Admins migrating from SonicWall NetExtender often rely on the Run domain login scripts option to map drives and apply Group Policy after the VPN authenticates. Cloud Secure Edge does not include a client-side script execution toggle, but the Windows wrapper in this guide produces equivalent end-user behavior with no per-user RMM customization.

The wrapper resolves the user’s scriptPath attribute against Active Directory at execution time, so:

  • Changes to a user’s logon script in the AD Profile tab take effect on the next connect with no RMM redeployment.
  • Different users can have entirely different logon scripts (for example, finance.vbs versus support.vbs); the wrapper picks up whatever is assigned to the signed-in user.
  • Conditional and location-specific Group Policy drive maps continue to apply because the wrapper triggers gpupdate.

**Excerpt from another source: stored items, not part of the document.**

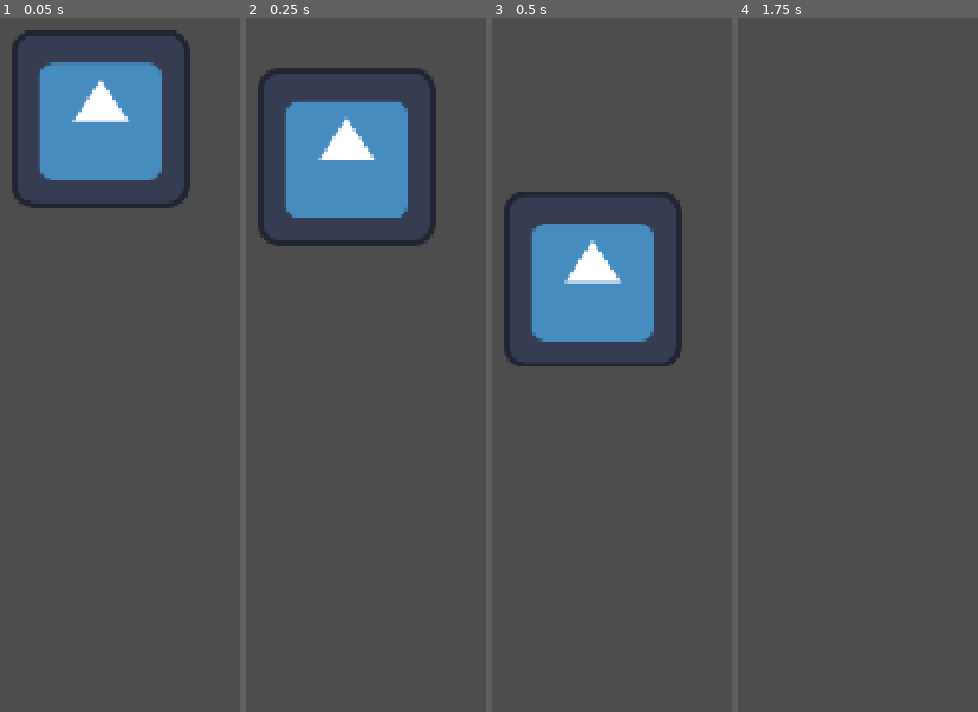
Above: before the commit, frames 1-4 (left to right).
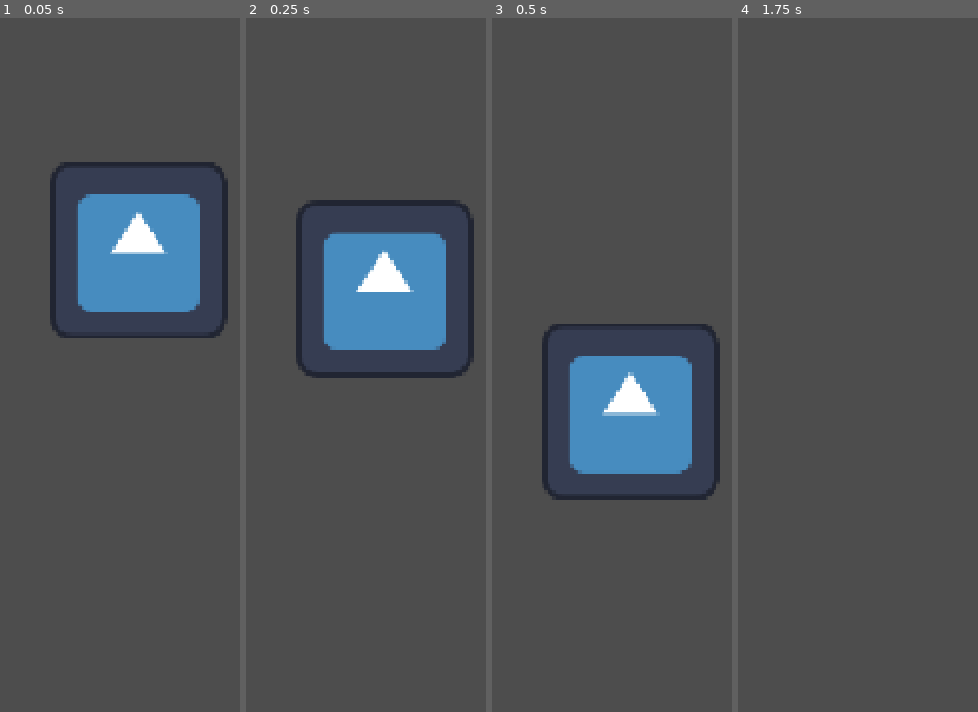
Above: after the commit, the same moments.

Repository: Marcausente/KnightGame2DGodot
Game: Godot game, scene res://escena_fisicas.tscn
Two runs of this game, one before a commit and one after it. Both use one fixed random seed, a clock stepped at 60 frames per second and the inputs below. The engine's default icon, where the game draws it, is replaced by a stand-in: a white triangle on a blue panel in a dark square.
Inputs:
- Up to frame 1 (0.05 s): no input
- Up to frame 2 (0.25 s): no input
- Up to frame 3 (0.5 s): no input
- Up to frame 4 (1.75 s): no input

The runs differ from the first frame. In frame 1, 21% of the frame differs, in the area x 5-95%, y 1-47%; in frame 2, 21%, in the area x 5-95%, y 7-52%; in frame 3, 21%; in frame 4, nothing differs.

Commit message:
FEAT: Añadida la camara

Diff:
--- a/escena_fisicas.tscn
+++ b/escena_fisicas.tscn
@@ -7,5 +7,7 @@
 [node name="RigidBody2D" type="RigidBody2D" parent="." unique_id=1100560310]
 
 [node name="Sprite2D" type="Sprite2D" parent="RigidBody2D" unique_id=541159609]
-position = Vector2(555, 220)
+position = Vector2(6, -9)
 texture = ExtResource("1_guv23")
+
+[node name="Camera2D" type="Camera2D" parent="." unique_id=664471817]

This is the supported migration path from NetExtender’s Run domain login scripts checkbox.

Troubleshooting

Symptom Likely cause Resolution
Event ID 9001 does not appear in Event Viewer. Endpoint protection software is blocking the CSE event writer. Add the CSE Connect agent install path to the antivirus exclusion list, then reconnect the tunnel.
Task runs but no drives appear. Task is executing as SYSTEM rather than the interactive user. Confirm the Principal in the Scheduled Task XML is S-1-5-32-545 (Users) and Context is Author, not Highest.
Drives appear but GPO maps are missing. gpupdate ran before a domain controller was reachable. Increase the Start-Sleep value in the wrapper from 2 seconds to 5–15 seconds depending on tunnel ramp-up time.
Script runs twice on reconnect. CSE wrote more than one tunnel-up event during the reconnect. The MultipleInstancesPolicy value of IgnoreNew suppresses overlapping runs. If they still occur, add a one-minute file-timestamp guard.
PowerShell execution policy blocks the wrapper. Group Policy restricts script execution. The launcher already passes -ExecutionPolicy Bypass. Confirm no Constrained Language Mode policy is enforced on the endpoint.
A console window briefly flashes on the user’s screen. Task is calling powershell.exe directly instead of the wscript.exe launcher. Confirm the Scheduled Task Action is wscript.exe with Invoke-EventHook.vbs, not powershell.exe with the .ps1 file.
macOS launchd job does not fire. The plist was not loaded, or the QueueDirectories path was quoted incorrectly. Run launchctl list | grep cse.eventhook. If absent, launchctl load the plist. Confirm the path uses ~/Library/Application Support/....
macOS job fires once and never again. The script did not drain the queue directory, so launchd does not observe new files. Confirm the wrapper deletes processed files from the queue directory (see Step 1 of the macOS section).

Pilot and rollout plan

Phase Scope Exit criteria
Lab validation One technician workstation joined to your test domain. Tunnel-up event fires, Scheduled Task runs, transcript shows the expected action completed.
Customer pilot Five endpoints, including at least one with conditional GPO maps. All pilot users report the expected outcome within thirty seconds of connect for three consecutive days.
Site rollout Remaining endpoints at the pilot site. Help desk volume related to the hooked workflow does not increase over the prior week’s baseline.
Fleet rollout Remaining sites, grouped by deployment ring. Standing automation policy in your RMM covers every newly enrolled CSE device.

Forward-looking notes

VBScript deprecation

Microsoft has announced that VBScript will move from default-disabled to fully removed in future Windows servicing updates. The wrapper script in the Windows section handles .vbs, .bat, .cmd, and .ps1 logon scripts, so the same deployment carries forward as you migrate users off VBScript. To migrate a script, change the scriptPath attribute on the corresponding user in Active Directory. No change is required in your RMM or in the Scheduled Task.